I notice that his eyes are burning with insanity and are flickering, rolling and constantly closing. Arms and hands are now incredibly limp, his body heavy against my hands, nothing to choke out at all to relieve the condition he is in.

He's losing consciousness.

And I can't stop myself from squeezing harder.

Moments later, his eyes are on the verge of shutting and I'm beginning to regret what I have done.

I despise Tito.

Panicking, my hands are released from his bruised neck. Suddenly, he collapses to the floor, coughing and heaving, trying to regain proper pulse and breathing rate. As I take a few steps back, his head slowly raises. He glances at me with fatigued eyes, filled with so much intimidation and hurt.
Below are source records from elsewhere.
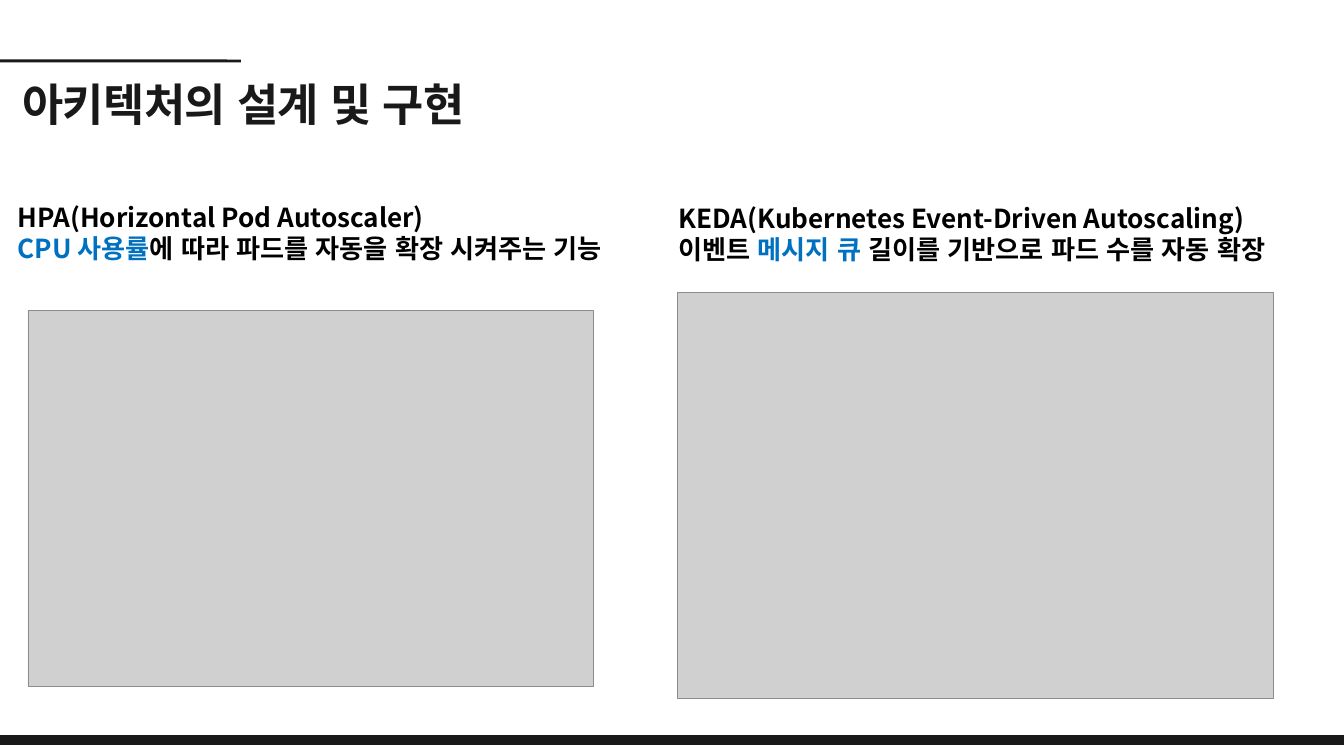
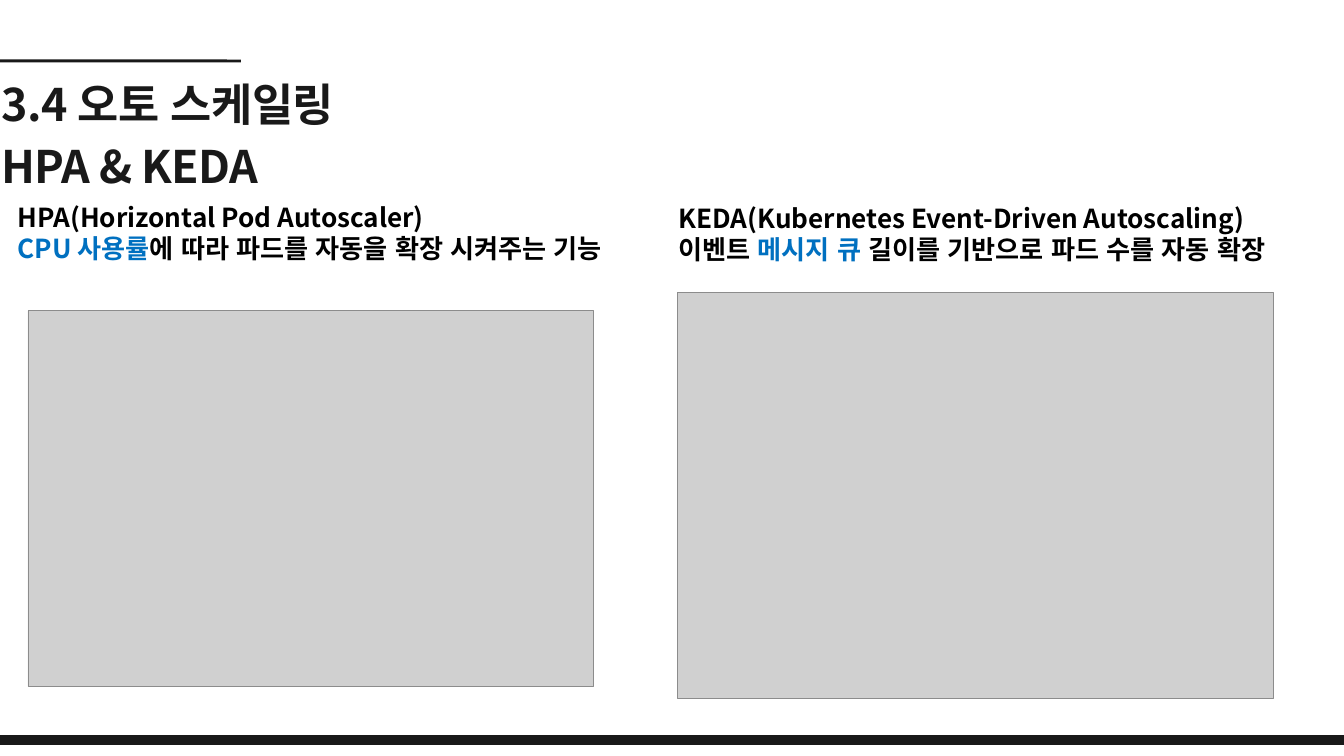
Before and after one commit to dbehdrbs0806/4rd_1sem, a slide deck: slide 16 of GraduationGuidance/20204077_유동균_논문발표ppt.pptx (slide 9 before the commit). Drawn at 1344x756 pixels with LibreOffice and Linux fonts; fonts in the diff are those of the drawing; grey boxes stand for pictures. Boxes give left, top, right and bottom in pixels: in the first picture for what was removed or moved away, otherwise in the second. Text is boxed around its words. In the diff, an @@ line names an element or a change of style, - is before the commit and + after.

```diff
--- a/GraduationGuidance/20204077_유동균_논문발표ppt.pptx
+++ b/GraduationGuidance/20204077_유동균_논문발표ppt.pptx
@@ text at <box>2,83,334,183</box>: text changed @@
-아키텍처의 설계 및 구현
+3.4 오토 스케일링
+HPA & KEDA
```
Also in this commit, not shown: 5 other slides changed, 11 slides added, 7 slides removed, 3 other files.

It's something that I cannot take.

So I flee.

-
My fingernails scrape the wet, freezing ashen chains on the ancient swings and instantly move away to land on the soft material of my soaked overshirt that uncomfortably clings to my shivering skin.Tranquil patters of rain rhythmically land onto the grey, miserable ground which fortunately calm the eeriness of the lone park that I have now situated myself in. Small, warm tears stream down my face as I take my seat on the ebony platform. I am grateful that my mind hastily decided to wear leather boots. They are waterproof and are the only clothing item that is managing to keep part of my body warm and pleasant.

What on earth have I done? No matter how angry I was there was no right for me to hurt Tito to the actual point where a serious injury would occur.

I should've stopped. It could've only lasted for a few seconds but knowing me, I had to extend it.

What's wrong with me? Tito may have been killed all because of my mindless actions. What are the Jackson family going to think of me? Ban me from their household? Think of me as a shameful girl?

Most of all, what's Michael going to think of me?

I'm so stupid.

"What if I killed him? Michael will think I'm mental. I lost my temper because his words hurt me and it also hurt Michael, resulting in me even more hurt. I love him..." I mumble to myself, gently swinging back and forth, shoes scraping across the ground. Pricks of rain hit against my cheek. Quick needles. It causes an abrupt, unexpected reaction.